--- Exercise data ---

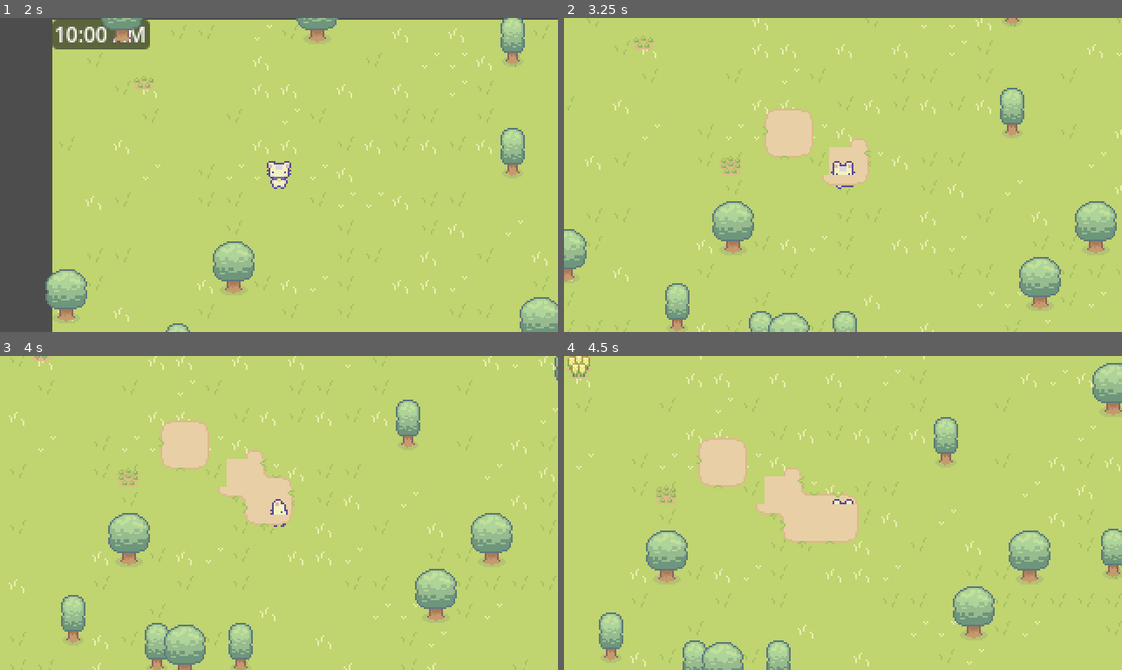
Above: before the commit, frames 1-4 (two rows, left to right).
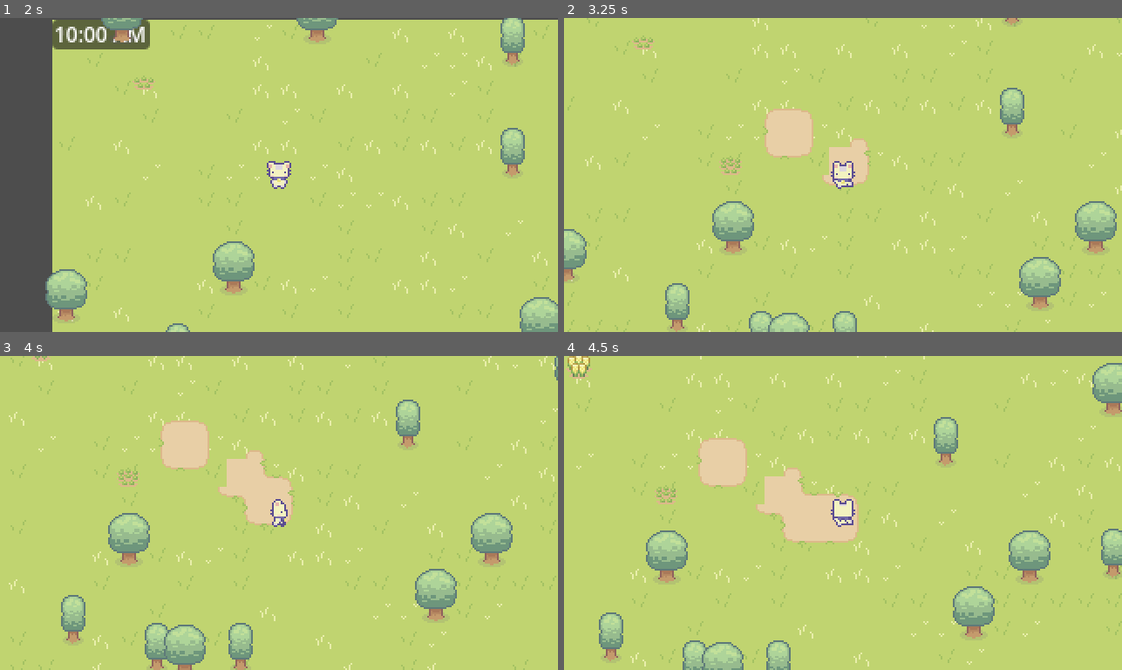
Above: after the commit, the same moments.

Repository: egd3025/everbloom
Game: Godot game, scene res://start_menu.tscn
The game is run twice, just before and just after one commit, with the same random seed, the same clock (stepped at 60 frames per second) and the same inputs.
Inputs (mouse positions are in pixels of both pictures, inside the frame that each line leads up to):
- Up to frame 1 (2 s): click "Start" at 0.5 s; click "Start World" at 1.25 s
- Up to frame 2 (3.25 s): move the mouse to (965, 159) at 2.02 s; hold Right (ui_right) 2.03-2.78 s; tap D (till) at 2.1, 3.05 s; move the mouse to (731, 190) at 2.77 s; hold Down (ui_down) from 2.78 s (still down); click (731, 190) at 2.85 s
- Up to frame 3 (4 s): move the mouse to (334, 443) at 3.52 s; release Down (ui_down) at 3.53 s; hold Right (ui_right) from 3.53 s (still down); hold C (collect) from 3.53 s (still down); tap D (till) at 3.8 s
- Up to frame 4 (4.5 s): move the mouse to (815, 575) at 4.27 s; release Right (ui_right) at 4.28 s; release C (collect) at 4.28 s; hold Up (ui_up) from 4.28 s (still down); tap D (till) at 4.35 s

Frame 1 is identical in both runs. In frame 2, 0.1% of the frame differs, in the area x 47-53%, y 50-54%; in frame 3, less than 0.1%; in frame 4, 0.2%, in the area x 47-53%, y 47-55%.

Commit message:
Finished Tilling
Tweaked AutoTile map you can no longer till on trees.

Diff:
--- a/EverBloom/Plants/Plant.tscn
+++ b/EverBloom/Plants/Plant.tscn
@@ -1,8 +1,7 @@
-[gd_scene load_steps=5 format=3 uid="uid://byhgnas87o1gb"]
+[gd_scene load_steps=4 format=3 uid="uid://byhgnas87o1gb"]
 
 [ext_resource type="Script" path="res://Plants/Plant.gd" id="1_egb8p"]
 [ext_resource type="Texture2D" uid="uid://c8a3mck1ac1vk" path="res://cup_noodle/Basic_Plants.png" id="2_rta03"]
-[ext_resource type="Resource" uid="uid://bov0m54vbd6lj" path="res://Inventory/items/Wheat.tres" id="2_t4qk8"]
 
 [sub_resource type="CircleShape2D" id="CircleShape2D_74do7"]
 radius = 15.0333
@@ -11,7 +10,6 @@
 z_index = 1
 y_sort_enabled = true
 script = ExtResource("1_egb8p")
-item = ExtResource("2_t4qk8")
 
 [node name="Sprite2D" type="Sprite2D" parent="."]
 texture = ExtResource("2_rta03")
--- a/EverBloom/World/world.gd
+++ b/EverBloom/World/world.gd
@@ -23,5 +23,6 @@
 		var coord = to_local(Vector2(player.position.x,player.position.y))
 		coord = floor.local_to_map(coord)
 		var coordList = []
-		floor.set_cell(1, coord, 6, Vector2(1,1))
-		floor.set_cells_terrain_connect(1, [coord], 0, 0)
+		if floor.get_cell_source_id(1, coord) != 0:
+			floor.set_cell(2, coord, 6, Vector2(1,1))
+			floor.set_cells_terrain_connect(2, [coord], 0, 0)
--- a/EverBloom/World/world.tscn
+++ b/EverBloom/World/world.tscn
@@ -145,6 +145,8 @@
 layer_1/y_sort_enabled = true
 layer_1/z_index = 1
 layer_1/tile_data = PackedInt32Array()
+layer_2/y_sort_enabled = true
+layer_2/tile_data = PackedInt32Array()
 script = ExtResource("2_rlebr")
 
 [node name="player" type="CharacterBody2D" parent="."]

--- Action item ---
Give the entries again exactly. Pictures stay out.

--- Solution below ---
Above: before the commit, frames 1-4 (two rows, left to right).
Above: after the commit, the same moments.

Repository: egd3025/everbloom
Game: Godot game, scene res://start_menu.tscn
The game is run twice, just before and just after one commit, with the same random seed, the same clock (stepped at 60 frames per second) and the same inputs.
Inputs (mouse positions are in pixels of both pictures, inside the frame that each line leads up to):
- Up to frame 1 (2 s): click "Start" at 0.5 s; click "Start World" at 1.25 s
- Up to frame 2 (3.25 s): move the mouse to (965, 159) at 2.02 s; hold Right (ui_right) 2.03-2.78 s; tap D (till) at 2.1, 3.05 s; move the mouse to (731, 190) at 2.77 s; hold Down (ui_down) from 2.78 s (still down); click (731, 190) at 2.85 s
- Up to frame 3 (4 s): move the mouse to (334, 443) at 3.52 s; release Down (ui_down) at 3.53 s; hold Right (ui_right) from 3.53 s (still down); hold C (collect) from 3.53 s (still down); tap D (till) at 3.8 s
- Up to frame 4 (4.5 s): move the mouse to (815, 575) at 4.27 s; release Right (ui_right) at 4.28 s; release C (collect) at 4.28 s; hold Up (ui_up) from 4.28 s (still down); tap D (till) at 4.35 s

Frame 1 is identical in both runs. In frame 2, 0.1% of the frame differs, in the area x 47-53%, y 50-54%; in frame 3, less than 0.1%; in frame 4, 0.2%, in the area x 47-53%, y 47-55%.

Commit message:
Finished Tilling
Tweaked AutoTile map you can no longer till on trees.

Diff:
--- a/EverBloom/Plants/Plant.tscn
+++ b/EverBloom/Plants/Plant.tscn
@@ -1,8 +1,7 @@
-[gd_scene load_steps=5 format=3 uid="uid://byhgnas87o1gb"]
+[gd_scene load_steps=4 format=3 uid="uid://byhgnas87o1gb"]
 
 [ext_resource type="Script" path="res://Plants/Plant.gd" id="1_egb8p"]
 [ext_resource type="Texture2D" uid="uid://c8a3mck1ac1vk" path="res://cup_noodle/Basic_Plants.png" id="2_rta03"]
-[ext_resource type="Resource" uid="uid://bov0m54vbd6lj" path="res://Inventory/items/Wheat.tres" id="2_t4qk8"]
 
 [sub_resource type="CircleShape2D" id="CircleShape2D_74do7"]
 radius = 15.0333
@@ -11,7 +10,6 @@
 z_index = 1
 y_sort_enabled = true
 script = ExtResource("1_egb8p")
-item = ExtResource("2_t4qk8")
 
 [node name="Sprite2D" type="Sprite2D" parent="."]
 texture = ExtResource("2_rta03")
--- a/EverBloom/World/world.gd
+++ b/EverBloom/World/world.gd
@@ -23,5 +23,6 @@
 		var coord = to_local(Vector2(player.position.x,player.position.y))
 		coord = floor.local_to_map(coord)
 		var coordList = []
-		floor.set_cell(1, coord, 6, Vector2(1,1))
-		floor.set_cells_terrain_connect(1, [coord], 0, 0)
+		if floor.get_cell_source_id(1, coord) != 0:
+			floor.set_cell(2, coord, 6, Vector2(1,1))
+			floor.set_cells_terrain_connect(2, [coord], 0, 0)
--- a/EverBloom/World/world.tscn
+++ b/EverBloom/World/world.tscn
@@ -145,6 +145,8 @@
 layer_1/y_sort_enabled = true
 layer_1/z_index = 1
 layer_1/tile_data = PackedInt32Array()
+layer_2/y_sort_enabled = true
+layer_2/tile_data = PackedInt32Array()
 script = ExtResource("2_rlebr")
 
 [node name="player" type="CharacterBody2D" parent="."]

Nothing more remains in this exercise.